The time to grieve
The longer I've lived, the more grief seems like a ball of yarn, larger with each strand wound around it. I've added countless strands as a result of the September 11th atrocity, in the most complex grieving I have ever experienced. Like others, I have needed to be in touch with my local community and folks elsewhere, especially New York and Washington.
Condolences have come from friends and colleagues in Australia and New Zealand; England, The Netherlands, Germany, and Switzerland. Most powerful were those from Filipinas, Colombian women, and Israelis and Palestinians together -- places where many live daily with terror, often with weapons courtesy of U.S. "aid."
My grief swings between anger and anxiety, sorrow and depression. I grieve for the victims and for my country, poised to engage yet again in the cycle of retaliation rather than justice. As a widow I was counseled not to make far-reaching decisions too soon. I grieve that our leaders have reflexively trumpeted war, with no attempt to initiate a national dialogue or even allow us time to mourn. Who benefits?
In contrast is a letter from friend Greg, who visited last summer with his wife and daughter: "I had been looking forward to this day. It represented the end of the most painful single year of my life. Exactly one year earlier I attended a memorial service for my wife of 14 years, Marilyn Joachim, who had died suddenly four days before following "minor" and "routine" outpatient surgery.

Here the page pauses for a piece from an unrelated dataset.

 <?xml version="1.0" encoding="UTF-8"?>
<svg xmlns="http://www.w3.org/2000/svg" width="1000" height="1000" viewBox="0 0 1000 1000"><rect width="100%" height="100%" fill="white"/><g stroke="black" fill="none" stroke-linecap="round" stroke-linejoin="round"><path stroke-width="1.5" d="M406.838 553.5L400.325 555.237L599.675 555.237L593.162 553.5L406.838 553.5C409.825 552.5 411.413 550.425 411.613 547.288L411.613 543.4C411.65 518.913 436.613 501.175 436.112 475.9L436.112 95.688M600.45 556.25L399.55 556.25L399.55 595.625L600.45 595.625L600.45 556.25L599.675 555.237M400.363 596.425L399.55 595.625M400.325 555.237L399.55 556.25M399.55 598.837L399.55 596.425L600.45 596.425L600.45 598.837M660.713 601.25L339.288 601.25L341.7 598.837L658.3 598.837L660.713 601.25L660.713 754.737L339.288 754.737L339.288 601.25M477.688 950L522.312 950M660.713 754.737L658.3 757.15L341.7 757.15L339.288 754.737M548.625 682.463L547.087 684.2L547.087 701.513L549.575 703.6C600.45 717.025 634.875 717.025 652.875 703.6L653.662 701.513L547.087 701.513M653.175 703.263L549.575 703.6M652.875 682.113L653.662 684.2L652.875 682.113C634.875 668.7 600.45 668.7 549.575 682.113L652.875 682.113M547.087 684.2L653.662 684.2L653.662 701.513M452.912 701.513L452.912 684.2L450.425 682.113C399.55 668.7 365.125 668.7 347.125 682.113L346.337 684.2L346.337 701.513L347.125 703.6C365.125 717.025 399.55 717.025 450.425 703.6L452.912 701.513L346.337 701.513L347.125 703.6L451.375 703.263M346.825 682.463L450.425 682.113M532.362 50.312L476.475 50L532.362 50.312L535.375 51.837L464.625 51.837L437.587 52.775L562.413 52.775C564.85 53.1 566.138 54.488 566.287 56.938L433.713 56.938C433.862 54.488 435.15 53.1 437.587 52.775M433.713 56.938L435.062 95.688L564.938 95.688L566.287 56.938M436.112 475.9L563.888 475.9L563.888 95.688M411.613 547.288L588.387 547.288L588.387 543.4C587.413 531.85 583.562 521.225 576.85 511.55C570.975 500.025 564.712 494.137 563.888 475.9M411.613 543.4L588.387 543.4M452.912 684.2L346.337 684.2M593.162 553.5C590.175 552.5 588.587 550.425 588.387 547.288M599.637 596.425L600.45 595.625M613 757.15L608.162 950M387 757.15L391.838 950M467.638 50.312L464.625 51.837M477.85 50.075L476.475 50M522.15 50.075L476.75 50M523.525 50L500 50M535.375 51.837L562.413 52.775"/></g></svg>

"It had been a difficult year. The shock, denial and numbness. The fear, anger and depression....The pain. The pain. And the pain."
11 was a day I was looking forward to. It marked the end of an
"In a very strange, almost surreal, way, I felt I could relate somewhat to what people were feeling and knew maybe what was to come for this country in the days ahead. It will be a similar emotional and mental evolution that I and everyone who has ever experienced the sudden loss of a loved one (if we're committed enough to find the time to grieve and reflect) has gone through."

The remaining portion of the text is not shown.